■ **What is needed**:
Find every line in the entries that holds the string "feature" and report it.

(Stored dataset items)
=-=-=

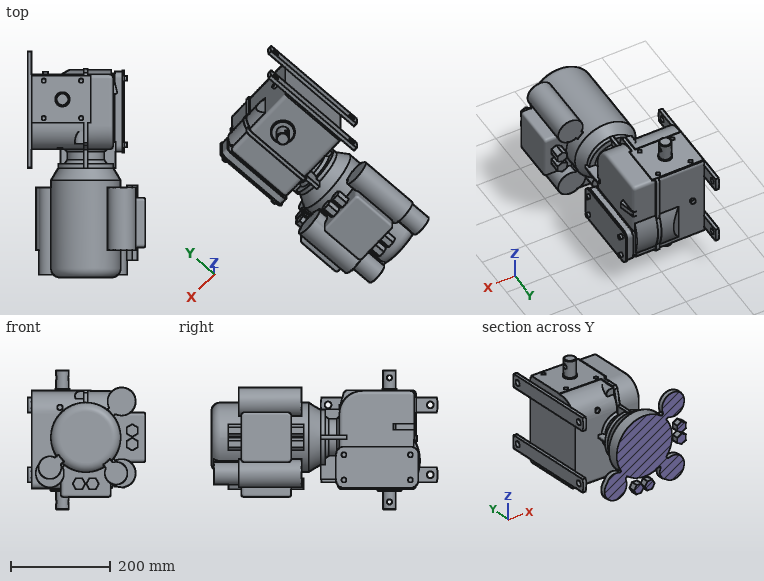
import cadquery as cq
import math


ROOT_DEPTH = 15

SHAFT_DIAMETER = 26
SHAFT_LENGTH = 280
SHAFT_CHAMFER = 1.5
CROSS_HOLE_DIAMETER = 10
CROSS_HOLE_HEIGHT = 124.5
COLLAR_DIAMETER = 29
COLLAR_TOP = 102

HOUSING_LEFT = -62
HOUSING_RIGHT = 101.5
HOUSING_BACK = 50
HOUSING_FRONT = -100.3
HOUSING_TOP = 98
HOUSING_BOTTOM = -98
FRONT_CURVE_RADIUS = 45.5
HOUSING_EDGE_RADIUS = 8
HOUSING_FRONT_FOOT_RADIUS = 11
HOUSING_END_RADIUS = 7

PAD_HALF_WIDTH = 47
PAD_RIGHT = 56.5
PAD_TOP = 99.5
PAD_HOLE_SPACING = 75
PAD_HOLE_DIAMETER = 9
PAD_HOLE_DEPTH = 15
PAD_HOLE_TIP_DEPTH = 3

BOSS_DIAMETER = 49
BOSS_BOTTOM = -103
BOSS_CHAMFER = 2

RIB_LEFT = 42.5
RIB_RIGHT = 50.5
RIB_OVERHANG = 3.5
RIB_BOTTOM = -99.5
RIB_EDGE_RADIUS = 9
RIB_CORNER_FRONT = -92
RIB_CORNER_DROP = 5
RIB_FOOT_HEIGHT = 50
LUG_WIDTH = 18
LUG_CENTER_X = 34
LUG_CENTER_Z = 88
LUG_FRONT = -89.5
LUG_LENGTH = 30

BULGE_TIP_X = -3
BULGE_LEFT = 14
BULGE_RIGHT = 98
BULGE_BACK = 59.5
BULGE_CENTER_Z = -42
BULGE_HALF_HEIGHT = 42
RIB_ARCH_BACK = 61.5

WEDGE_BACK = 50
WEDGE_FRONT = 8
WEDGE_TIP_X = 110
WEDGE_TIP_Y = 13
WEDGE_BOTTOM = 20
WEDGE_TOP = 32

PLUG_DIAMETER = 11
FRONT_PLUG_X = -5
FRONT_PLUG_Z = 65
BACK_PLUG_X = -34
BACK_PLUG_Z = 3
BACK_PLUG_FACE = 55.5

COVER_BACK = 56
COVER_FRONT = -105.3
COVER_TOP = -16
COVER_BOTTOM = -94.5
COVER_CORNER_RADIUS = 13
COVER_SEAT_RIGHT = 105
COVER_SEAT_INSET = 4
COVER_RIGHT = 119.5
COVER_PLATE_THICKNESS = 4
COVER_PLATE_OVERHANG = 2
COVER_SCREW_DIAMETER = 10
COVER_SCREW_HEIGHT = 6.2
COVER_SCREW_INSET = 14

MOTOR_X = 46.8
MOTOR_Z = 5
MOTOR_RADIUS = 70
MOTOR_END = -357.45
MOTOR_END_RADIUS = 18
FLANGE_RADIUS = 55.5
FLANGE_BACK = -129
FLANGE_FRONT = -138
CONE_FRONT = -162
NECK_RADIUS = 37.5
NECK_FLARE = 5
NECK_FLARE_LENGTH = 7.5

WEB_THICKNESS = 8
WEB_REACH_LEFT = 51
WEB_REACH_RIGHT = 60
WEB_REACH_TOP = 56
WEB_REACH_BOTTOM = 84
WEB_EDGE_RADIUS = 2.5

CAPACITOR_OFFSET = 72
CAPACITOR_RADIUS = 28.3
CAPACITOR_BACK = -176.3
CAPACITOR_FRONT = -302.5
SLIM_CAPACITOR_RADIUS = 22.7
SLIM_CAPACITOR_OFFSET = 60.8
SLIM_CAPACITOR_FRONT = -352
SADDLE_WIDTH = 18

BOX_SIZE = 100.5
BOX_REACH = 119.7
BOX_INNER = 45
BOX_BACK = -197
BOX_EDGE_RADIUS = 7
BOX_RIM_RADIUS = 5
GLAND_ACROSS_FLATS = 22
GLAND_SPACING = 27.2
GLAND_REACH = 93.2
GLAND_BACK = -172
GLAND_LENGTH = 151

BAR_THICKNESS = 8
BAR_HEIGHT = 30.5
BAR_LENGTH = 235
BAR_BACK = 96.85
BAR_END_BULGE = 1.8
BAR_HOLE_INSET = 15
BAR_HOLE_DIAMETER = 13
BAR_CENTER_Z = 70


def cylinder_x(radius, left, right, y, z):
    """Cylinder along X between two faces."""
    return cq.Workplane("YZ", origin=(left, y, z)).circle(radius).extrude(right - left)


def cylinder_y(radius, front, back, x, z):
    """Cylinder along Y between two faces."""
    return cq.Workplane("XZ", origin=(x, back, z)).circle(radius).extrude(back - front)


def cylinder_z(diameter, bottom, top):
    """Cylinder on the output shaft axis between two heights."""
    return cq.Workplane("XY", origin=(0, 0, bottom)).circle(diameter / 2).extrude(top - bottom)


def block(left, right, front, back, bottom, top):
    """Box between the given faces."""
    return cq.Workplane("XY").box(right - left, back - front, top - bottom, centered=False).translate(
        (left, front, bottom)
    )


def housing_block():
    """Plain housing, rounded along its upper front edge."""
    curve = FRONT_CURVE_RADIUS
    diagonal = curve * (1 - math.sqrt(0.5))
    return (
        cq.Workplane("YZ", origin=(HOUSING_LEFT, 0, 0))
        .moveTo(HOUSING_BACK, HOUSING_BOTTOM)
        .lineTo(HOUSING_BACK, HOUSING_TOP)
        .lineTo(HOUSING_FRONT + curve, HOUSING_TOP)
        .threePointArc(
            (HOUSING_FRONT + diagonal, HOUSING_TOP - diagonal), (HOUSING_FRONT, HOUSING_TOP - curve)
        )
        .lineTo(HOUSING_FRONT, HOUSING_BOTTOM)
        .close()
        .extrude(HOUSING_RIGHT - HOUSING_LEFT)
        .edges("|X and >Y")
        .fillet(HOUSING_EDGE_RADIUS)
        .edges("|X and <Y and <Z")
        .fillet(HOUSING_FRONT_FOOT_RADIUS)
        .faces(">X")
        .edges()
        .fillet(HOUSING_END_RADIUS)
    )


def make_housing():
    """Gear housing with its pad, lower boss and screw plugs."""
    body = housing_block()
    pad = block(
        HOUSING_LEFT, PAD_RIGHT, -PAD_HALF_WIDTH, PAD_HALF_WIDTH, HOUSING_TOP - ROOT_DEPTH, PAD_TOP
    )
    boss = cylinder_z(BOSS_DIAMETER, BOSS_BOTTOM, HOUSING_BOTTOM + ROOT_DEPTH)
    boss = boss.faces("<Z").chamfer(BOSS_CHAMFER)
    front_plug = cylinder_y(
        PLUG_DIAMETER / 2, HOUSING_FRONT, HOUSING_FRONT + ROOT_DEPTH, FRONT_PLUG_X, FRONT_PLUG_Z
    )
    back_plug = cylinder_y(
        PLUG_DIAMETER / 2, BACK_PLUG_FACE - ROOT_DEPTH, BACK_PLUG_FACE, BACK_PLUG_X, BACK_PLUG_Z
    )
    return body.union(pad).union(boss).union(front_plug).union(back_plug)


def make_parting_rib():
    """Rib around the housing joint, with a bolt lug at its upper front corner."""
    front = HOUSING_FRONT - RIB_OVERHANG
    rib = (
        cq.Workplane("YZ", origin=(RIB_LEFT, 0, 0))
        .moveTo(HOUSING_BACK + RIB_OVERHANG, RIB_BOTTOM)
        .lineTo(HOUSING_BACK + RIB_OVERHANG, PAD_TOP)
        .lineTo(RIB_CORNER_FRONT + RIB_CORNER_DROP, PAD_TOP)
        .lineTo(RIB_CORNER_FRONT, PAD_TOP - RIB_CORNER_DROP)
        .lineTo(front, RIB_FOOT_HEIGHT)
        .lineTo(front, RIB_BOTTOM)
        .close()
        .extrude(RIB_RIGHT - RIB_LEFT)
        .edges("(|X and <Z) or (|X and >Y and >Z)")
        .fillet(RIB_EDGE_RADIUS)
    )
    half = LUG_WIDTH / 2
    back = LUG_FRONT + LUG_LENGTH
    lug = cylinder_y(half, LUG_FRONT, back, LUG_CENTER_X, LUG_CENTER_Z)
    lug_root = block(LUG_CENTER_X, RIB_LEFT, LUG_FRONT, back, LUG_CENTER_Z - half, LUG_CENTER_Z + half)
    return rib.union(lug).union(lug_root)


def back_arch(left, right, peak):
    """Arched slab on the housing back, rising to the given Y."""
    return (
        cq.Workplane("YZ", origin=(left, 0, BULGE_CENTER_Z))
        .moveTo(0, -BULGE_HALF_HEIGHT)
        .lineTo(HOUSING_BACK, -BULGE_HALF_HEIGHT)
        .threePointArc((peak, 0), (HOUSING_BACK, BULGE_HALF_HEIGHT))
        .lineTo(0, BULGE_HALF_HEIGHT)
        .close()
        .extrude(right - left)
    )


def make_bulge():
    """Bulge with a sloped left end, and the arch of the parting rib across it."""
    slope = (
        cq.Workplane("XY", origin=(0, 0, BULGE_CENTER_Z - BULGE_HALF_HEIGHT))
        .polyline([(BULGE_TIP_X, HOUSING_BACK), (BULGE_LEFT, BULGE_BACK), (BULGE_TIP_X, BULGE_BACK)])
        .close()
        .extrude(2 * BULGE_HALF_HEIGHT)
    )
    bulge = back_arch(BULGE_TIP_X, BULGE_RIGHT, BULGE_BACK).cut(slope)
    return bulge.union(back_arch(RIB_LEFT, RIB_RIGHT, RIB_ARCH_BACK))


def make_wedge():
    """Wedge on the right end of the housing, thickening toward the front."""
    root = HOUSING_RIGHT - HOUSING_END_RADIUS
    return (
        cq.Workplane("XY", origin=(0, 0, WEDGE_BOTTOM))
        .polyline(
            [
                (root, WEDGE_BACK),
                (HOUSING_RIGHT, WEDGE_BACK),
                (WEDGE_TIP_X, WEDGE_TIP_Y),
                (HOUSING_RIGHT, WEDGE_FRONT),
                (root, WEDGE_FRONT),
            ]
        )
        .close()
        .extrude(WEDGE_TOP - WEDGE_BOTTOM)
    )


def cover_slice(left, right, growth=0):
    """Round-cornered slice of the end cover, grown all round."""
    slab = block(
        left,
        right,
        COVER_FRONT - growth,
        COVER_BACK + growth,
        COVER_BOTTOM - growth,
        COVER_TOP + growth,
    )
    return slab.edges("|X").fillet(COVER_CORNER_RADIUS + growth)


def make_cover():
    """End cover on its seat, with a rim plate and four screw heads."""
    plate_right = COVER_RIGHT + COVER_PLATE_THICKNESS
    cover = cover_slice(HOUSING_RIGHT - HOUSING_END_RADIUS, COVER_SEAT_RIGHT, -COVER_SEAT_INSET)
    cover = cover.union(cover_slice(COVER_SEAT_RIGHT, COVER_RIGHT))
    cover = cover.union(cover_slice(COVER_RIGHT, plate_right, COVER_PLATE_OVERHANG))
    screw_radius = COVER_SCREW_DIAMETER / 2
    for y in (COVER_FRONT + COVER_SCREW_INSET, COVER_BACK - COVER_SCREW_INSET):
        for z in (COVER_BOTTOM + COVER_SCREW_INSET, COVER_TOP - COVER_SCREW_INSET):
            cover = cover.union(
                cylinder_x(screw_radius, COVER_RIGHT, plate_right + COVER_SCREW_HEIGHT, y, z)
            )
    return cover


def make_motor():
    """Motor body, cone, flange and flared neck as one turned shape."""
    neck_back = HOUSING_FRONT
    neck_root = HOUSING_FRONT + ROOT_DEPTH
    end_center = (MOTOR_RADIUS - MOTOR_END_RADIUS, MOTOR_END + MOTOR_END_RADIUS)
    bend = MOTOR_END_RADIUS * math.sqrt(0.5)
    flare = NECK_RADIUS + NECK_FLARE
    profile = (
        cq.Workplane("XY")
        .moveTo(0, neck_root)
        .lineTo(flare, neck_root)
        .lineTo(flare, neck_back)
        .lineTo(NECK_RADIUS, neck_back - NECK_FLARE)
        .lineTo(NECK_RADIUS, FLANGE_BACK + NECK_FLARE_LENGTH)
        .lineTo(flare, FLANGE_BACK)
        .lineTo(FLANGE_RADIUS, FLANGE_BACK)
        .lineTo(FLANGE_RADIUS, FLANGE_FRONT)
        .lineTo(MOTOR_RADIUS, CONE_FRONT)
        .lineTo(MOTOR_RADIUS, MOTOR_END + MOTOR_END_RADIUS)
        .threePointArc((end_center[0] + bend, end_center[1] - bend), (end_center[0], MOTOR_END))
        .lineTo(0, MOTOR_END)
        .close()
    )
    return profile.revolve(360, (0, 0, 0), (0, 1, 0)).translate((MOTOR_X, 0, MOTOR_Z))


def make_neck_webs():
    """Four flat webs between the housing and the motor flange."""
    half = WEB_THICKNESS / 2
    span = (FLANGE_FRONT, HOUSING_FRONT + ROOT_DEPTH)
    flat = block(-WEB_REACH_LEFT, WEB_REACH_RIGHT, *span, -half, half).edges("|Y").fillet(WEB_EDGE_RADIUS)
    upright = block(-half, half, *span, -WEB_REACH_BOTTOM, WEB_REACH_TOP)
    return flat.union(upright).translate((MOTOR_X, 0, MOTOR_Z))


def make_capacitor(offset_x, offset_z, radius, front):
    """Capacitor parallel to the motor, joined to it by a saddle."""
    can = cylinder_y(radius, front, CAPACITOR_BACK, MOTOR_X + offset_x, MOTOR_Z + offset_z)
    distance = math.hypot(offset_x, offset_z)
    angle = math.degrees(math.atan2(offset_z, offset_x))
    half = SADDLE_WIDTH / 2
    saddle = block(MOTOR_RADIUS - MOTOR_END_RADIUS, distance, front, CAPACITOR_BACK, -half, half)
    saddle = saddle.rotate((0, 0, 0), (0, 1, 0), -angle).translate((MOTOR_X, 0, MOTOR_Z))
    return can.union(saddle)


def make_terminal_box():
    """Terminal box on the +X side of a motor lying on the Y axis, with two hexagonal glands."""
    half = BOX_SIZE / 2
    box = block(BOX_INNER, BOX_REACH, BOX_BACK - BOX_SIZE, BOX_BACK, -half, half)
    box = box.edges("|X").fillet(BOX_EDGE_RADIUS)
    box = box.faces(">X").edges().fillet(BOX_RIM_RADIUS)
    across_corners = GLAND_ACROSS_FLATS / math.cos(math.pi / 6)
    gland = (
        cq.Workplane("XZ", origin=(GLAND_REACH, GLAND_BACK, 0))
        .transformed(rotate=(0, 0, 90))
        .polygon(6, across_corners)
        .extrude(GLAND_LENGTH)
    )
    for side in (-1, 1):
        box = box.union(gland.translate((0, 0, side * GLAND_SPACING / 2)))
    return box


def make_output_shaft():
    """Double-ended output shaft with chamfered ends and collars at the housing."""
    half = SHAFT_LENGTH / 2
    shaft = cylinder_z(SHAFT_DIAMETER, -half, half).faces("|Z").chamfer(SHAFT_CHAMFER)
    return shaft.union(cylinder_z(COLLAR_DIAMETER, -COLLAR_TOP, COLLAR_TOP))


def make_drill(x, y):
    """Space of one blind bolting hole in the pad, with a conical bottom."""
    radius = PAD_HOLE_DIAMETER / 2
    return (
        cq.Workplane("XZ")
        .polyline(
            [
                (0, 0),
                (radius, 0),
                (radius, -PAD_HOLE_DEPTH),
                (0, -PAD_HOLE_DEPTH - PAD_HOLE_TIP_DEPTH),
            ]
        )
        .close()
        .revolve(360, (0, 0, 0), (0, 1, 0))
        .translate((x, y, PAD_TOP))
    )


def make_gearmotor():
    """Gear housing, output shaft, motor and everything fixed to them, as one solid."""
    body = make_housing()
    for feature in (
        make_parting_rib(),
        make_bulge(),
        make_wedge(),
        make_cover(),
        make_motor(),
        make_neck_webs(),
    ):
        body = body.union(feature)
    for side_x, side_z in ((1, 1), (1, -1), (-1, -1)):
        body = body.union(
            make_capacitor(
                side_x * CAPACITOR_OFFSET, side_z * CAPACITOR_OFFSET, CAPACITOR_RADIUS, CAPACITOR_FRONT
            )
        )
    for offset_x, offset_z in (
        (SLIM_CAPACITOR_OFFSET, -CAPACITOR_OFFSET),
        (-CAPACITOR_OFFSET, -SLIM_CAPACITOR_OFFSET),
    ):
        body = body.union(
            make_capacitor(offset_x, offset_z, SLIM_CAPACITOR_RADIUS, SLIM_CAPACITOR_FRONT)
        )
    for turn in (0, 90):
        box = make_terminal_box().rotate((0, 0, 0), (0, 1, 0), turn)
        body = body.union(box.translate((MOTOR_X, 0, MOTOR_Z)))
    body = body.union(make_output_shaft())

    half = PAD_HOLE_SPACING / 2
    for x in (-half, half):
        for y in (-half, half):
            body = body.cut(make_drill(x, y))
    for z in (-CROSS_HOLE_HEIGHT, CROSS_HOLE_HEIGHT):
        body = body.cut(
            cylinder_x(CROSS_HOLE_DIAMETER / 2, -SHAFT_DIAMETER, SHAFT_DIAMETER, 0, z)
        )
    return body


def make_mounting_bar(center_z):
    """Flat bar on the left face of the housing, with slightly arched ends and two holes."""
    half = BAR_HEIGHT / 2
    front = BAR_BACK - BAR_LENGTH
    arch_back = BAR_BACK - BAR_END_BULGE
    arch_front = front + BAR_END_BULGE
    bar = (
        cq.Workplane("YZ", origin=(HOUSING_LEFT - BAR_THICKNESS, 0, center_z))
        .moveTo(arch_front, -half)
        .lineTo(arch_back, -half)
        .threePointArc((BAR_BACK, 0), (arch_back, half))
        .lineTo(arch_front, half)
        .threePointArc((front, 0), (arch_front, -half))
        .close()
        .extrude(BAR_THICKNESS)
    )
    for y in (front + BAR_HOLE_INSET, BAR_BACK - BAR_HOLE_INSET):
        bar = bar.cut(
            cylinder_x(BAR_HOLE_DIAMETER / 2, HOUSING_LEFT - BAR_THICKNESS, HOUSING_LEFT, y, center_z)
        )
    return bar


gearmotor = make_gearmotor()
mounting_bars = [make_mounting_bar(z) for z in (-BAR_CENTER_Z, BAR_CENTER_Z)]

result = cq.Compound.makeCompound([gearmotor.val(), *[bar.val() for bar in mounting_bars]])

=-=-=

■ **Output for this task**:
    for feature in (
        body = body.union(feature)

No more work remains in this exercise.